Seems like kismet that I am teaching Eugene Onegin in the week that I was asked to review a newly translated novella by Eugenia Kononenko called A Russian Story (Glagoslav Publications, 2012).

This novella strikes at the heart of Russian-Ukrainian relations and the complicated post-Soviet global lives of former Ukrainian citizens. Featuring a hero named "Eugene Samarsky" ("derived not from the Russian place-name Samara on the Volga, but from the name of a minor Ukrainian river, a tributary of the Dnipro," as he never tires of explaining), the book explores the travels and travails of the post-Soviet son of Ukraine as he inexorably and with a certain self-aware incredulity follows the path of Pushkin's hero: he inherits an country estate (or at least a house) from a distant uncle, meets sisters named Tatiana and Olga, accidentally kills Olga's fiance Vladimir and has to flee the country and wander through foreign lands...

In the meantime, the narrator muses on the meaning of Ukraine. "In today's globalized world," he thinks, "you don't lose your homeland; it is subsumed in that universal globality." But is it? For his wife Dounia, a Russian literature and culture professor at Midwest University (wait -- is that where I work?!), Ukraine is synonymous with Harvard -- the only place in the United States where there are actual positions and funding for Ukrainian Studies. But Eugene discovered the Ukrainian language as the Soviet Union (and all his stable prospects) were coming to an end. He is doubly fluent, in a way that his mother the Ukrainian Russian literature teacher and his acquaintance the Russian Ukrainian literature teacher simply are not -- he is of the past moment and of the future simultaneously. And he doesn't know where or who he is in the present.

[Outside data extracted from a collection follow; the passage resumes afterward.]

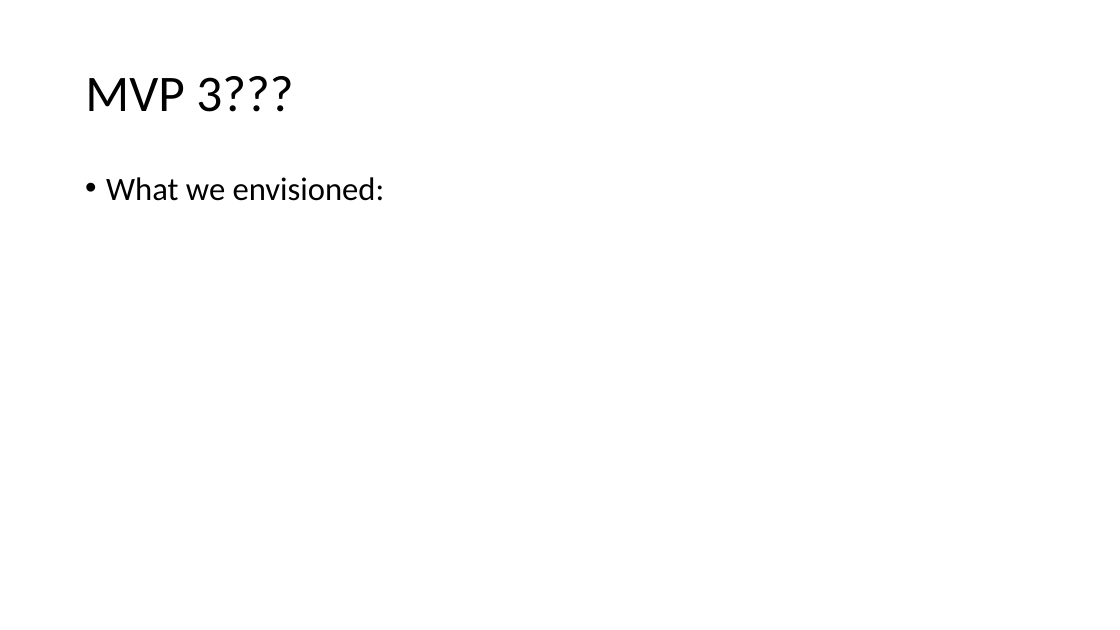
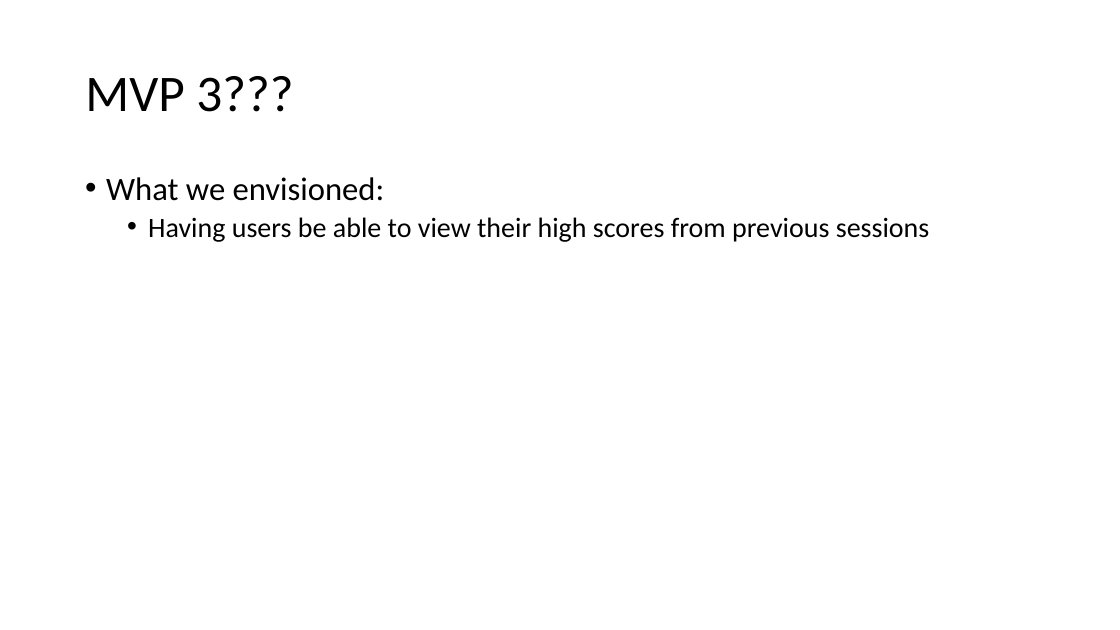
Before and after one commit to Jacobchapman99/ENSE-374-Group07-Project, a slide deck: slide 18 of Milestone4/Milestone 4.ppt (slide 19 before the commit). Drawn at 1120x630 pixels with LibreOffice and Linux fonts; fonts in the diff are those of the drawing. Boxes give left, top, right and bottom in pixels: in the first picture for what was removed or moved away, otherwise in the second. Text is boxed around its words. In the diff, an @@ line names an element or a change of style, - is before the commit and + after.

```diff
--- a/Milestone4/Milestone 4.ppt
+++ b/Milestone4/Milestone 4.ppt
@@ text at [148,217,930,242]: paragraph added @@
+  • Having users be able to view their high scores from previous sessions
```
Also in this commit, not shown: 2 other slides changed, 1 slide added, 2 slides removed.

The novel wanders into folklore and ancient history, the Westernization of Ukraine and the borders between Russian and Ukrainian literature (is Gogol finally Russian or Ukrainian?). And though the plot meanders, it is following a Pushkinian path -- up to and including a final meeting with a mature and intelligent Tatiana, who has learned from the library Eugene abandoned at his country home, and the long-awaited letter (de rigueur for an Onegin parody) from Tatiana to Eugene.

In discussing Pushkin's novel, my students can't decide what interests them more: the friendship between Onegin and Lensky or the one between the narrator and Eugene. In this famous sketch from Pushkin's manuscripts (at right), we see Pushkin and his protagonist leaning on the embankment overlooking the Neva River and Peter and Paul Fortress. But in Kononenko's rewriting, we might envision two Eugenes -- a Ukrainian and a Russian -- with two heritages, overlapping and sometimes parallel, often contentious, always evocative. Try as he might, and though he becomes a true Ukrainian patriot, Eugene cannot reject his Russian childhood in Kiev. To complicate matters even further, Kononenko also evokes Kundera, and there is no doubt that coitus plays an important role in Eugene's self-fashioning. (For him, Ukrainian is the "language of love.")

Like Samarsky, Onegin took his name from a river, and only when the new Eugene is separated from his homeland by an even larger body of water does he come to understand his place in it and in the post-Soviet global landscape.

Readers of Kononenko will note that this is a British translation from Ukrainian; one occasionally feels a Slavic diction that interferes with the sentence structure in English, and an American reader might be left wondering at the definition of the important Ukrainian food product "speck." For that definition, I can recommend this blog post.